(Records from a data collection)

+++

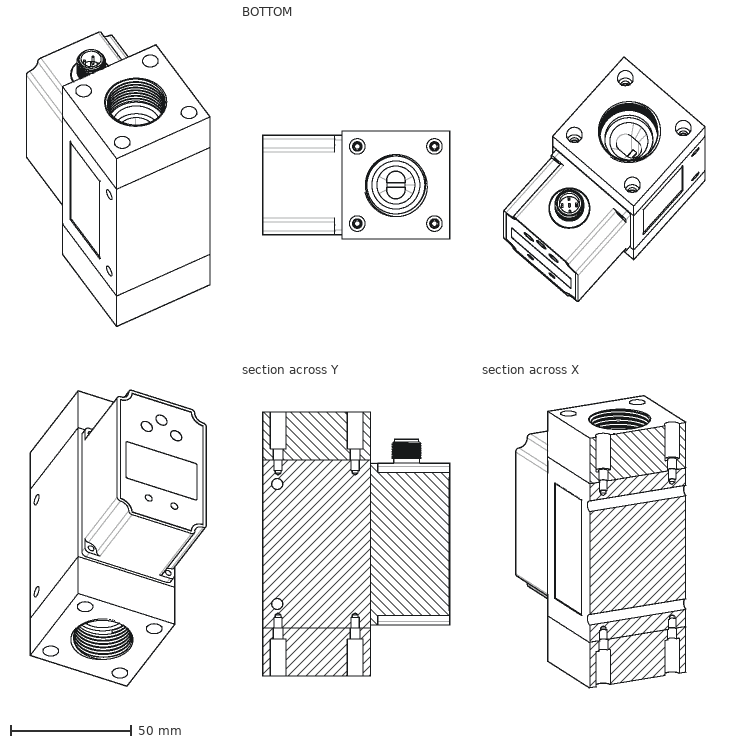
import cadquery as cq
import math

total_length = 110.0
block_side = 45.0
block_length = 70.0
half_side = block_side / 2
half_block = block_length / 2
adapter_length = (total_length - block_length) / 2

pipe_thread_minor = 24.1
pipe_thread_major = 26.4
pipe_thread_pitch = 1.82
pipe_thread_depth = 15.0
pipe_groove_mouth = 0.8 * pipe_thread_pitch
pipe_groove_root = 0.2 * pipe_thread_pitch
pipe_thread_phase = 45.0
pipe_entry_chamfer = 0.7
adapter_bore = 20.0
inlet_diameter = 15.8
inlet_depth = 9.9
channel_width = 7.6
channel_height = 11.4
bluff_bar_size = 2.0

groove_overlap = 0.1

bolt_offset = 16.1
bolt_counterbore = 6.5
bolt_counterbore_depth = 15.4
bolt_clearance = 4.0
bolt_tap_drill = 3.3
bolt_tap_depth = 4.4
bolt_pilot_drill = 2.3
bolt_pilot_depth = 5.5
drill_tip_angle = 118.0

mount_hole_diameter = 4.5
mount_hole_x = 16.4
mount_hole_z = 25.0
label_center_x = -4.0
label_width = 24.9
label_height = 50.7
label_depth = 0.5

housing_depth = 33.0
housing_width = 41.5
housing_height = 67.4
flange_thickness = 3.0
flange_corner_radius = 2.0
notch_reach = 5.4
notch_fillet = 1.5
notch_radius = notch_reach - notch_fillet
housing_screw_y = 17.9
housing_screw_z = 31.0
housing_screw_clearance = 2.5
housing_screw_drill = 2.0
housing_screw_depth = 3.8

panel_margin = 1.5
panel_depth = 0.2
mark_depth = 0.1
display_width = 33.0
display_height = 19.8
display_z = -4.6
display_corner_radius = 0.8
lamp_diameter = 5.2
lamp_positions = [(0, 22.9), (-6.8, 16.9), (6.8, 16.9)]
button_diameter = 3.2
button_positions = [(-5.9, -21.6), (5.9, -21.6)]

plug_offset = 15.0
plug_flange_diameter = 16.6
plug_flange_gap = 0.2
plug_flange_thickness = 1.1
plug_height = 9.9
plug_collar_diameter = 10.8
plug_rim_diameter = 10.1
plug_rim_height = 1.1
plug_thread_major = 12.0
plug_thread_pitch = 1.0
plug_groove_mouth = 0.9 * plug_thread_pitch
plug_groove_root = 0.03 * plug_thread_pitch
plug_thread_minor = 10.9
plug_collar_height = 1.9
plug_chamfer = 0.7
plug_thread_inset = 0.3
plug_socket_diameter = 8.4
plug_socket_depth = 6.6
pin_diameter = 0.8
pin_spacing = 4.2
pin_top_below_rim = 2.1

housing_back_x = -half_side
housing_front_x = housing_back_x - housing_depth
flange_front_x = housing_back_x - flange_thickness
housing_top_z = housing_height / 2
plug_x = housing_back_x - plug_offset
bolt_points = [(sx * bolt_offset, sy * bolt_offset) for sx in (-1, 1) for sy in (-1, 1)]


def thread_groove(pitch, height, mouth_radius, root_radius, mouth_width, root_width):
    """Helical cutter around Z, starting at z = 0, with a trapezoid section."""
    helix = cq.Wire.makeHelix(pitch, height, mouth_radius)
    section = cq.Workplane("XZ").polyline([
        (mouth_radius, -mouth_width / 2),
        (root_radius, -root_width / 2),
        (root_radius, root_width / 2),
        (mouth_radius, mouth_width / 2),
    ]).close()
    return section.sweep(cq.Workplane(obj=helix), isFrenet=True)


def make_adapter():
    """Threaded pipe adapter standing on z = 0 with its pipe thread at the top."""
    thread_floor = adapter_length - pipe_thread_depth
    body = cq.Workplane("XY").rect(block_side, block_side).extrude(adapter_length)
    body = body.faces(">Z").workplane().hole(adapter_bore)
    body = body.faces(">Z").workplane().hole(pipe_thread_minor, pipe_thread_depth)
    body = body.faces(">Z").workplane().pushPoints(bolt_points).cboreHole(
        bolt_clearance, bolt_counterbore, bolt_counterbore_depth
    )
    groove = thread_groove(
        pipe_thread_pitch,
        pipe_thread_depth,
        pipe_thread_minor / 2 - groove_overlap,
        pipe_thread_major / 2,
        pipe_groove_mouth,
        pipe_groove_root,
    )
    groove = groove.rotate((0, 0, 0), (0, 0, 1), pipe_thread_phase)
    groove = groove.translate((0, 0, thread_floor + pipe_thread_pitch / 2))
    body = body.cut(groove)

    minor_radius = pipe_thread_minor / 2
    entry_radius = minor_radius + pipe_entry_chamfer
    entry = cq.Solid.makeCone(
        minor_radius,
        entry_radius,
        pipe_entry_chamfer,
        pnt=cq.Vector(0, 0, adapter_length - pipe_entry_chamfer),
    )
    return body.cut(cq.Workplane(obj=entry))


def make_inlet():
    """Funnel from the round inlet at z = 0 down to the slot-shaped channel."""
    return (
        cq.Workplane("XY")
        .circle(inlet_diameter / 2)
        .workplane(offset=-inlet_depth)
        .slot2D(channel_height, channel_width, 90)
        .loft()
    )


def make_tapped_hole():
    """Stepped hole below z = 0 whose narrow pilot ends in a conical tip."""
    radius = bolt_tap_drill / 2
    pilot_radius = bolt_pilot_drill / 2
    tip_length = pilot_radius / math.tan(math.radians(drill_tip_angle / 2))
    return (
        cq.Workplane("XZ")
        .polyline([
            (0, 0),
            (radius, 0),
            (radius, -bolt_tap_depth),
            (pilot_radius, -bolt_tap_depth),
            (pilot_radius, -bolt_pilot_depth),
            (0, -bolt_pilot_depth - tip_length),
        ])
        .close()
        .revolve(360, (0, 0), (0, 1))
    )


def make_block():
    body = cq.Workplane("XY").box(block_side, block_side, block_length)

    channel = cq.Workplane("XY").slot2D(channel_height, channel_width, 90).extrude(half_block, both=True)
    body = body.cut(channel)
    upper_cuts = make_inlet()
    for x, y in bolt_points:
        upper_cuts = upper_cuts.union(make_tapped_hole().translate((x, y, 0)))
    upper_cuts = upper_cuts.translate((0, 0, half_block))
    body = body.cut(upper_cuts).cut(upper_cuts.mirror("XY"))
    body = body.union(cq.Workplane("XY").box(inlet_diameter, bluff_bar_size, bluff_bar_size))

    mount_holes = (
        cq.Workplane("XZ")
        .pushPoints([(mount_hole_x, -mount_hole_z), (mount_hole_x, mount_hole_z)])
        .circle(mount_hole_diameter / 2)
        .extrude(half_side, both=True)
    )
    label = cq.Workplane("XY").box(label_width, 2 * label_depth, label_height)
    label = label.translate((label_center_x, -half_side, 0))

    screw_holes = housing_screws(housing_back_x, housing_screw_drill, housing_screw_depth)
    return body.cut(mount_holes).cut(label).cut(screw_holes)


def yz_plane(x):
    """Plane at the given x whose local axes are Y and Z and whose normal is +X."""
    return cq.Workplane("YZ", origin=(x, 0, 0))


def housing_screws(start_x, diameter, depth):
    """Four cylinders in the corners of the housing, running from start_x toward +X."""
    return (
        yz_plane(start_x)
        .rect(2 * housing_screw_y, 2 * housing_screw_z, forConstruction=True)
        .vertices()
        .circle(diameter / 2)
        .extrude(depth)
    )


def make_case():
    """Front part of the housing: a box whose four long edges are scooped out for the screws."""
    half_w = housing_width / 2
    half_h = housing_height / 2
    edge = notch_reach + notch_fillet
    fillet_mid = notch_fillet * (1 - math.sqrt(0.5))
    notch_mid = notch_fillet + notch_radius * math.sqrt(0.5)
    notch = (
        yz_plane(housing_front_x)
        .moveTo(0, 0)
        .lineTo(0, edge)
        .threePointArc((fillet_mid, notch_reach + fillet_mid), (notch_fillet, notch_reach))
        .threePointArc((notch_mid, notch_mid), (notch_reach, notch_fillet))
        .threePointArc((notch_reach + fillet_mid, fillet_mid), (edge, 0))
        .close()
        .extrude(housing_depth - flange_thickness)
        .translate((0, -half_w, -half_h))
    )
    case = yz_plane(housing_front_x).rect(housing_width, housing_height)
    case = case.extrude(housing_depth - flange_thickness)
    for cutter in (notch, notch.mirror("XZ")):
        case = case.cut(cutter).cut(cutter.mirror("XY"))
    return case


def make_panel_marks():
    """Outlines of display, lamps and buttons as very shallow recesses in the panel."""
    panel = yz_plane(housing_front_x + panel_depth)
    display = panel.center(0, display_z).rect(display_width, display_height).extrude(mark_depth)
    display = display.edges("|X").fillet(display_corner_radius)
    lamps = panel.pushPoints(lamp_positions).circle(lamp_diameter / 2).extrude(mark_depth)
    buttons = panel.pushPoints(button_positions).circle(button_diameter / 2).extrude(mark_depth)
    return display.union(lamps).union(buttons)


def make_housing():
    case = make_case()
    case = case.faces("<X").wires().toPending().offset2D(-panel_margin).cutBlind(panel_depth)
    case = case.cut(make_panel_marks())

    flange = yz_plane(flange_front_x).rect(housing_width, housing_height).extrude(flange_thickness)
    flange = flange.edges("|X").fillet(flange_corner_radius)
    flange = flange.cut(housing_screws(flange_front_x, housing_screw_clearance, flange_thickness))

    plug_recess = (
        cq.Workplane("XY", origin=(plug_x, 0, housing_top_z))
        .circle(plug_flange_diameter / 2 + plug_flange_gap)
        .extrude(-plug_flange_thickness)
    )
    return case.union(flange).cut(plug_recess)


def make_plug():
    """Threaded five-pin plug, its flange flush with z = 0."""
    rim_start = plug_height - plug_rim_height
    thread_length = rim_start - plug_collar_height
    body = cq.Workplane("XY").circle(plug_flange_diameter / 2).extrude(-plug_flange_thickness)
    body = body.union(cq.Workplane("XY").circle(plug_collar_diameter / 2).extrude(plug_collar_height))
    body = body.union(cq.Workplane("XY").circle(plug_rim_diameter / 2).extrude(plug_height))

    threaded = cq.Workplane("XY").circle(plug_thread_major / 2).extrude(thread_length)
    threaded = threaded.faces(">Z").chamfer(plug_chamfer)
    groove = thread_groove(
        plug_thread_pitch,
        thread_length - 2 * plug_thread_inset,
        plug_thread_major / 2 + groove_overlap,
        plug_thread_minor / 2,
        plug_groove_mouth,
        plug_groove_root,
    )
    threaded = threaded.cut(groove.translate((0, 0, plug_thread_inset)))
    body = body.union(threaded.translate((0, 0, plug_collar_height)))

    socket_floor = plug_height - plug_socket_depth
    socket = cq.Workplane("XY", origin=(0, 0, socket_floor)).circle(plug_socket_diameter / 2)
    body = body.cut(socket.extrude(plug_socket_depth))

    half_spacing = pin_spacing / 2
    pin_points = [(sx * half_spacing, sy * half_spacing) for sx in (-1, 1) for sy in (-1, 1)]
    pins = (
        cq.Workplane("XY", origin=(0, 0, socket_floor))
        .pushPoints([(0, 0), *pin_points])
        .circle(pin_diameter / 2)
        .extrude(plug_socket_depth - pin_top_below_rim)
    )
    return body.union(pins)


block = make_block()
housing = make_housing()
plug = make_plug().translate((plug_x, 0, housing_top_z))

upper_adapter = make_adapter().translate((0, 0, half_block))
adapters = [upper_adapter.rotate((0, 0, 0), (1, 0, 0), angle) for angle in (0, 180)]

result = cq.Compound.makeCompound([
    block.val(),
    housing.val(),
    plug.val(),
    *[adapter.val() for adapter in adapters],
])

+++

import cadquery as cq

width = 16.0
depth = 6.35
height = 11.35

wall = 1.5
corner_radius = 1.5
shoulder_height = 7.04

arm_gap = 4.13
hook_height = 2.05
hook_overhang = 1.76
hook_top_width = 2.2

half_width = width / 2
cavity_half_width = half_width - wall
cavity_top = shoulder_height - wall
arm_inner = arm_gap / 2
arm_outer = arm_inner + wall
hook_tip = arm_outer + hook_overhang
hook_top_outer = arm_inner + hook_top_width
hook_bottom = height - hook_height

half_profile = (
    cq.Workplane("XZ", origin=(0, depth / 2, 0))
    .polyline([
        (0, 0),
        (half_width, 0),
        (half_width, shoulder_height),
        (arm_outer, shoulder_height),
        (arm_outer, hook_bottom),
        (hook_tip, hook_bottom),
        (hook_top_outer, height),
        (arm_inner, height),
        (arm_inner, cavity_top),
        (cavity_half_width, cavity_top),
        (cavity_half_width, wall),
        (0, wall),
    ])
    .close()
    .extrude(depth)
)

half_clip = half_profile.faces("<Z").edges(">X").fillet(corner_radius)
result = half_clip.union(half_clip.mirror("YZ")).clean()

+++

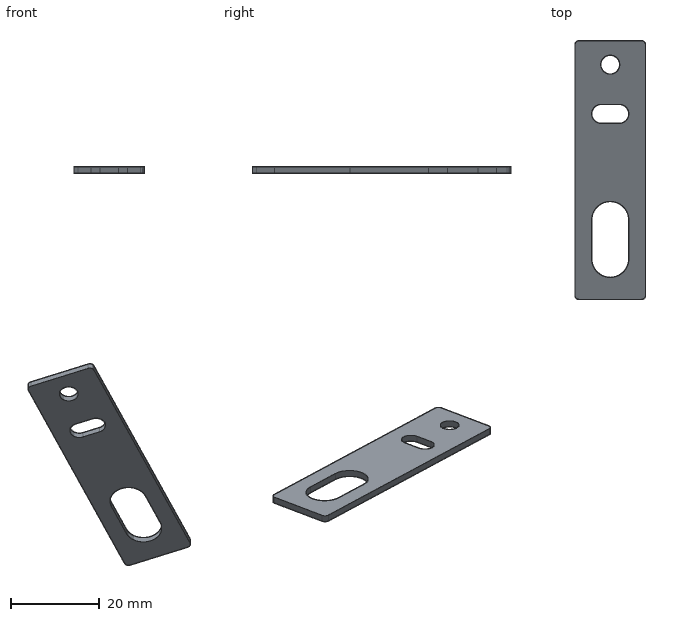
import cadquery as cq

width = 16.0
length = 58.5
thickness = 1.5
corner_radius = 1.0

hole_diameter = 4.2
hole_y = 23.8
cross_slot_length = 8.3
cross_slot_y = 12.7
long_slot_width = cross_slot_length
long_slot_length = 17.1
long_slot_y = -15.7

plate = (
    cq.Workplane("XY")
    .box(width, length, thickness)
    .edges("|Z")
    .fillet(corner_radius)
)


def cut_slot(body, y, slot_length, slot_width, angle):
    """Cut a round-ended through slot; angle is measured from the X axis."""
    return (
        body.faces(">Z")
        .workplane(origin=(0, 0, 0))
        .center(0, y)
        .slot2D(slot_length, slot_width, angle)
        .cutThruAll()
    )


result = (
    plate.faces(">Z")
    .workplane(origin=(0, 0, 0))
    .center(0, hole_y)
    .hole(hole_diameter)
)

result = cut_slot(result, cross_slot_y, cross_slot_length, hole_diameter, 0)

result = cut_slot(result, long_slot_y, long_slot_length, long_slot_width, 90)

+++

(Task instructions) Here the output must be the lines above from the line with "pipe_thread_depth = 15.0" to the line with "mount_hole_diameter = 4.5", both included, duplicated word for word and nothing else.

(Exercise answer)
pipe_thread_depth = 15.0
pipe_groove_mouth = 0.8 * pipe_thread_pitch
pipe_groove_root = 0.2 * pipe_thread_pitch
pipe_thread_phase = 45.0
pipe_entry_chamfer = 0.7
adapter_bore = 20.0
inlet_diameter = 15.8
inlet_depth = 9.9
channel_width = 7.6
channel_height = 11.4
bluff_bar_size = 2.0

groove_overlap = 0.1

bolt_offset = 16.1
bolt_counterbore = 6.5
bolt_counterbore_depth = 15.4
bolt_clearance = 4.0
bolt_tap_drill = 3.3
bolt_tap_depth = 4.4
bolt_pilot_drill = 2.3
bolt_pilot_depth = 5.5
drill_tip_angle = 118.0

mount_hole_diameter = 4.5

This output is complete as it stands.